Locate every line below that contains the word "same" and copy it.

● ● ● ●

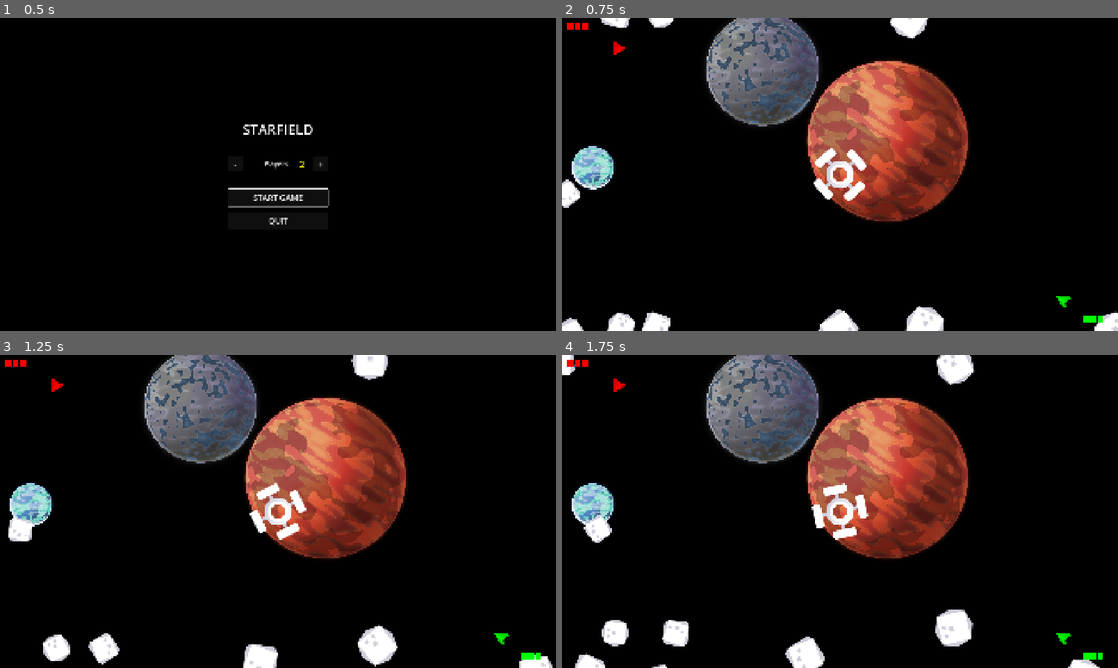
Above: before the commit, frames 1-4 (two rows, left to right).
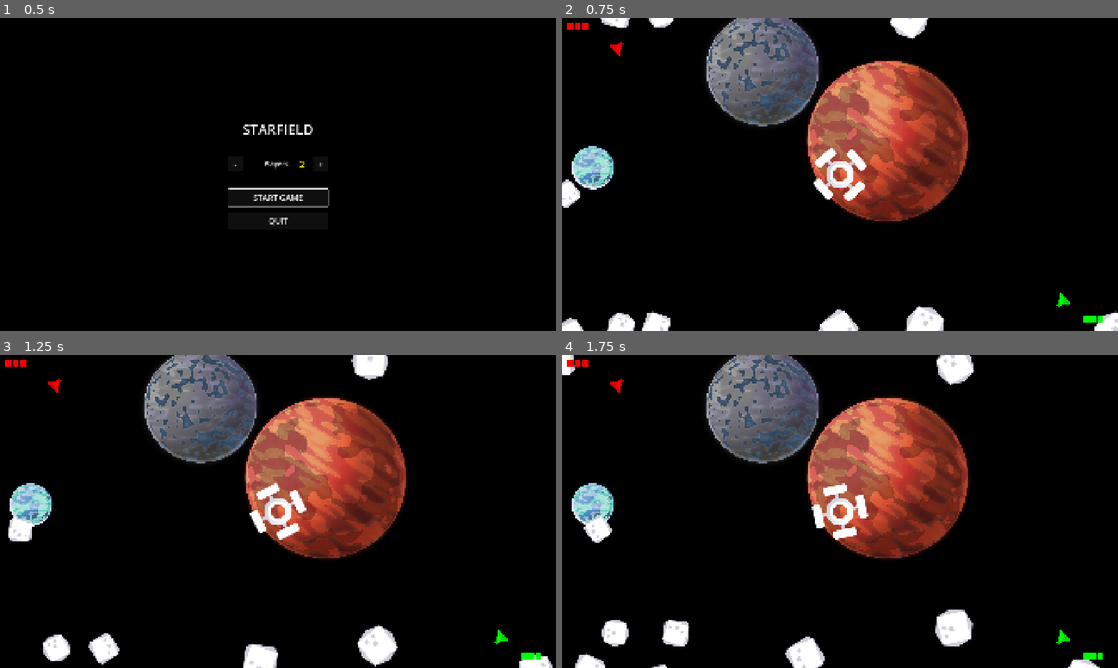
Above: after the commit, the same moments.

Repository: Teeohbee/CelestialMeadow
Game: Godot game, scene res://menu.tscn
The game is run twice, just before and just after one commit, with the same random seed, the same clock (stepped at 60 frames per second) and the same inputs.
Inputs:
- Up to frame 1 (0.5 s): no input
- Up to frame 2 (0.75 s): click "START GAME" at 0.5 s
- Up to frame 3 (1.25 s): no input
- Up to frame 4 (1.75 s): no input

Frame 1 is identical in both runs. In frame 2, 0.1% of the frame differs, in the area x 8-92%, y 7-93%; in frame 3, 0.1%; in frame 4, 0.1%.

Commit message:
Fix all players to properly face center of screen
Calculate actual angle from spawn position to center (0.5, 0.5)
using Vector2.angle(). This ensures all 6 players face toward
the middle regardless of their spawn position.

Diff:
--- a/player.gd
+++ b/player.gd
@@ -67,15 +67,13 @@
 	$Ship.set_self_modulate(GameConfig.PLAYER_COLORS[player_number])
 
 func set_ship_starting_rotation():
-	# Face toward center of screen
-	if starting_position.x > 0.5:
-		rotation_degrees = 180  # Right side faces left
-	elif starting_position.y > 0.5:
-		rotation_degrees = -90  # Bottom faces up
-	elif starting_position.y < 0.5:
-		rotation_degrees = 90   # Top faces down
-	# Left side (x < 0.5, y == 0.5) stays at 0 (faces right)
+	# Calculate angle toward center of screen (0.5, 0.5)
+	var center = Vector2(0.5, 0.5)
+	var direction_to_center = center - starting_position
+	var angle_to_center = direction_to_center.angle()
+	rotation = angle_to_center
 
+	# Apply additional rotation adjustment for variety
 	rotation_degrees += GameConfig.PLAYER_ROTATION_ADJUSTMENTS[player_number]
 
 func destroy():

● ● ● ●

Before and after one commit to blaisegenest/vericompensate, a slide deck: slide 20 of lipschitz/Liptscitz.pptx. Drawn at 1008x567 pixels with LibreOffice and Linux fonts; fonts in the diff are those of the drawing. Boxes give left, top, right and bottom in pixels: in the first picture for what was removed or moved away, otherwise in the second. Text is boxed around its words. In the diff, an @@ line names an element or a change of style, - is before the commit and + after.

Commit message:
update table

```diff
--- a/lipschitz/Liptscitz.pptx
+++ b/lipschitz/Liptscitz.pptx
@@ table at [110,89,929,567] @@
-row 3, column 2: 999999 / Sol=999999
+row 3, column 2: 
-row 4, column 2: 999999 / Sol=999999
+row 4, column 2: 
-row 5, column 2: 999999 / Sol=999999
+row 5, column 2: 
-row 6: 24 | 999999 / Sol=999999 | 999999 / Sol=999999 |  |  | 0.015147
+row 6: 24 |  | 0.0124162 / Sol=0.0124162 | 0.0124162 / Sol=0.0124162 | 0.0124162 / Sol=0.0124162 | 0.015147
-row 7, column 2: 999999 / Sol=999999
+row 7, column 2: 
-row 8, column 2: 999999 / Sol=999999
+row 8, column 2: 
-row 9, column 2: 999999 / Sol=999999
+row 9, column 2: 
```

● ● ● ●

Response area –
Above: after the commit, the same moments.
The game is run twice, just before and just after one commit, with the same random seed, the same clock (stepped at 60 frames per second) and the same inputs.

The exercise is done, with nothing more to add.